# Material provided
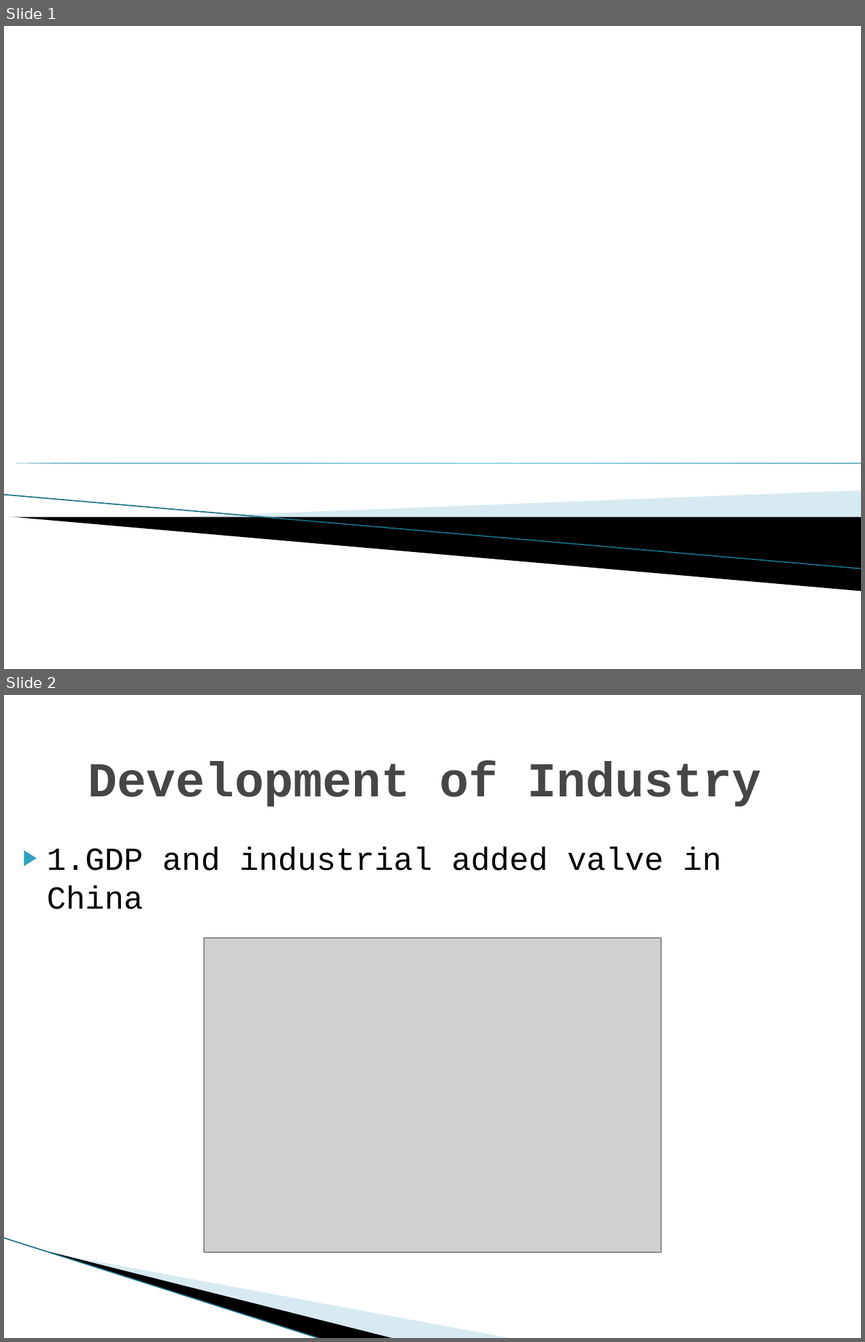
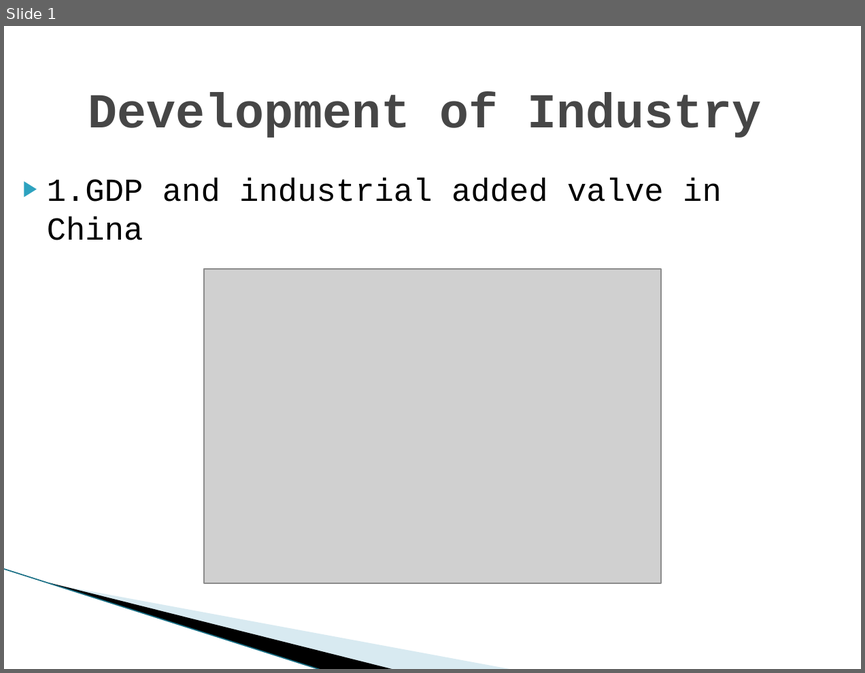
Before and after one commit to jiangxh1992/VisualizationGroupProject, a slide deck: YuQingtian.pptx. Shown one above the other, each under a label of ours: slides 1 and 2 before the commit, slide 1 after it. The pictures are 865x1342 and 865x673 pixels, drawn with LibreOffice and Linux fonts; fonts in the diff are those of the drawing; grey boxes stand for pictures; background and template pictures are left out. Boxes give left, top, right and bottom in pixels: in the first picture for what was removed or moved away, otherwise in the second. Text is boxed around its words. In the diff, an @@ line names an element or a change of style, - is before the commit and + after.

Commit message:
ppt;

```diff
--- a/YuQingtian.pptx
+++ b/YuQingtian.pptx
@@ slide 1 removed at [4, 26, 861, 669], background #FFFFFF @@
@@ right triangle removed at [4, 463, 861, 463] @@
@@ line removed from (4, 495) to (861, 569) @@
@@ freeform shape removed at [162, 490, 861, 536] @@
@@ freeform shape removed at [7, 517, 861, 590] @@
@@ what was slide 2 is now slide 1 @@
```
Also in this commit, not shown: 4 other files.

# Assignment
Output each entry shown above exactly as it stands, with all pictures removed.

# Solution to the exercise
Before and after one commit to jiangxh1992/VisualizationGroupProject, a slide deck: YuQingtian.pptx. Shown one above the other, each under a label of ours: slides 1 and 2 before the commit, slide 1 after it. The pictures are 865x1342 and 865x673 pixels, drawn with LibreOffice and Linux fonts; fonts in the diff are those of the drawing; grey boxes stand for pictures; background and template pictures are left out. Boxes give left, top, right and bottom in pixels: in the first picture for what was removed or moved away, otherwise in the second. Text is boxed around its words. In the diff, an @@ line names an element or a change of style, - is before the commit and + after.

Commit message:
ppt;

```diff
--- a/YuQingtian.pptx
+++ b/YuQingtian.pptx
@@ slide 1 removed at [4, 26, 861, 669], background #FFFFFF @@
@@ right triangle removed at [4, 463, 861, 463] @@
@@ line removed from (4, 495) to (861, 569) @@
@@ freeform shape removed at [162, 490, 861, 536] @@
@@ freeform shape removed at [7, 517, 861, 590] @@
@@ what was slide 2 is now slide 1 @@
```
Also in this commit, not shown: 4 other files.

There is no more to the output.